◆ Work instruction ◆
Would you reproduce the entries exactly, including every line?

== == ==

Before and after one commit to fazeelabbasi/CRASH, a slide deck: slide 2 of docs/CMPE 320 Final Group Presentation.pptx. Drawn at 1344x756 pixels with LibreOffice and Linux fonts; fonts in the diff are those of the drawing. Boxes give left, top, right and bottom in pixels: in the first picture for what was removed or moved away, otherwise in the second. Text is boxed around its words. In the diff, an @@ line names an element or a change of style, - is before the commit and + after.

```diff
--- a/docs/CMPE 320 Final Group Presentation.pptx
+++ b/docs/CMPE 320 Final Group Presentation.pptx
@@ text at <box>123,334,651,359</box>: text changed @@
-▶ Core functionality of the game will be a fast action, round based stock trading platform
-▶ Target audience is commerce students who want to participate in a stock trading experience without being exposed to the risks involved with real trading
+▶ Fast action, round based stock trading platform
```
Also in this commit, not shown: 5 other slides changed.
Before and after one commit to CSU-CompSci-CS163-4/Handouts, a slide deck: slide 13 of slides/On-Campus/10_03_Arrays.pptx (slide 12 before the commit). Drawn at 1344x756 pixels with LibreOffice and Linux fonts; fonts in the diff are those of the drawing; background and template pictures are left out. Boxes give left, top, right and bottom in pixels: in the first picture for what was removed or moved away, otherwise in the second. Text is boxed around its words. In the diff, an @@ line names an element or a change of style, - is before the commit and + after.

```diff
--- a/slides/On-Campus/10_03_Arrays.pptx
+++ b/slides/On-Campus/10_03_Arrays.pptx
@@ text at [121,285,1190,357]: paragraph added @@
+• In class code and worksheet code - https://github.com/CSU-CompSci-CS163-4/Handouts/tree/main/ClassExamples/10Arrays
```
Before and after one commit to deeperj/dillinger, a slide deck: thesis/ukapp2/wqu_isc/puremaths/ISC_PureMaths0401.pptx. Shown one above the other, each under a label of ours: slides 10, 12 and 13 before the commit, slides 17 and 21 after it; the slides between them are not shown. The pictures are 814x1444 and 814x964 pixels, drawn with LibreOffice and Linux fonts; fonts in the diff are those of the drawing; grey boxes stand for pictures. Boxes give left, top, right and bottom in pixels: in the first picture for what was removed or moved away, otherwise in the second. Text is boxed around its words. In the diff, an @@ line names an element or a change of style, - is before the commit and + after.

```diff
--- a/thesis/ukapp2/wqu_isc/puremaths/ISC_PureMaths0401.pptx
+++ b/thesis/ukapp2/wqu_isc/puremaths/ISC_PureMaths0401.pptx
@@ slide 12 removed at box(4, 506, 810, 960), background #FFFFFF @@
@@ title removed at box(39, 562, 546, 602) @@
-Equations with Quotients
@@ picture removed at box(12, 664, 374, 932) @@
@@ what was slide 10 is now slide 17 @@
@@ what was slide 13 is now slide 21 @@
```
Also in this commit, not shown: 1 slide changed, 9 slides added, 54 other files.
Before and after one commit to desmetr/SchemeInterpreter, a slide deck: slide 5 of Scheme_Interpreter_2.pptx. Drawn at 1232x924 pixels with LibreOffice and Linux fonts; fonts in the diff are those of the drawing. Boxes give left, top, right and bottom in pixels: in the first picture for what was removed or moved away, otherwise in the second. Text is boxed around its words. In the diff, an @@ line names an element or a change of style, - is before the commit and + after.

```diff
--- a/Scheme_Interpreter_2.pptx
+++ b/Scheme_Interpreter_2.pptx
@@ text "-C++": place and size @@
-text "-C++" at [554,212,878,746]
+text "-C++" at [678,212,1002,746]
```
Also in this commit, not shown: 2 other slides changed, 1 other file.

== == ==

◆ Solution to this problem ◆
Before and after one commit to fazeelabbasi/CRASH, a slide deck: slide 2 of docs/CMPE 320 Final Group Presentation.pptx. Drawn at 1344x756 pixels with LibreOffice and Linux fonts; fonts in the diff are those of the drawing. Boxes give left, top, right and bottom in pixels: in the first picture for what was removed or moved away, otherwise in the second. Text is boxed around its words. In the diff, an @@ line names an element or a change of style, - is before the commit and + after.

```diff
--- a/docs/CMPE 320 Final Group Presentation.pptx
+++ b/docs/CMPE 320 Final Group Presentation.pptx
@@ text at <box>123,334,651,359</box>: text changed @@
-▶ Core functionality of the game will be a fast action, round based stock trading platform
-▶ Target audience is commerce students who want to participate in a stock trading experience without being exposed to the risks involved with real trading
+▶ Fast action, round based stock trading platform
```
Also in this commit, not shown: 5 other slides changed.
Before and after one commit to CSU-CompSci-CS163-4/Handouts, a slide deck: slide 13 of slides/On-Campus/10_03_Arrays.pptx (slide 12 before the commit). Drawn at 1344x756 pixels with LibreOffice and Linux fonts; fonts in the diff are those of the drawing; background and template pictures are left out. Boxes give left, top, right and bottom in pixels: in the first picture for what was removed or moved away, otherwise in the second. Text is boxed around its words. In the diff, an @@ line names an element or a change of style, - is before the commit and + after.

```diff
--- a/slides/On-Campus/10_03_Arrays.pptx
+++ b/slides/On-Campus/10_03_Arrays.pptx
@@ text at [121,285,1190,357]: paragraph added @@
+• In class code and worksheet code - https://github.com/CSU-CompSci-CS163-4/Handouts/tree/main/ClassExamples/10Arrays
```
Before and after one commit to deeperj/dillinger, a slide deck: thesis/ukapp2/wqu_isc/puremaths/ISC_PureMaths0401.pptx. Shown one above the other, each under a label of ours: slides 10, 12 and 13 before the commit, slides 17 and 21 after it; the slides between them are not shown. The pictures are 814x1444 and 814x964 pixels, drawn with LibreOffice and Linux fonts; fonts in the diff are those of the drawing; grey boxes stand for pictures. Boxes give left, top, right and bottom in pixels: in the first picture for what was removed or moved away, otherwise in the second. Text is boxed around its words. In the diff, an @@ line names an element or a change of style, - is before the commit and + after.

```diff
--- a/thesis/ukapp2/wqu_isc/puremaths/ISC_PureMaths0401.pptx
+++ b/thesis/ukapp2/wqu_isc/puremaths/ISC_PureMaths0401.pptx
@@ slide 12 removed at box(4, 506, 810, 960), background #FFFFFF @@
@@ title removed at box(39, 562, 546, 602) @@
-Equations with Quotients
@@ picture removed at box(12, 664, 374, 932) @@
@@ what was slide 10 is now slide 17 @@
@@ what was slide 13 is now slide 21 @@
```
Also in this commit, not shown: 1 slide changed, 9 slides added, 54 other files.
Before and after one commit to desmetr/SchemeInterpreter, a slide deck: slide 5 of Scheme_Interpreter_2.pptx. Drawn at 1232x924 pixels with LibreOffice and Linux fonts; fonts in the diff are those of the drawing. Boxes give left, top, right and bottom in pixels: in the first picture for what was removed or moved away, otherwise in the second. Text is boxed around its words. In the diff, an @@ line names an element or a change of style, - is before the commit and + after.

```diff
--- a/Scheme_Interpreter_2.pptx
+++ b/Scheme_Interpreter_2.pptx
@@ text "-C++": place and size @@
-text "-C++" at [554,212,878,746]
+text "-C++" at [678,212,1002,746]
```
Also in this commit, not shown: 2 other slides changed, 1 other file.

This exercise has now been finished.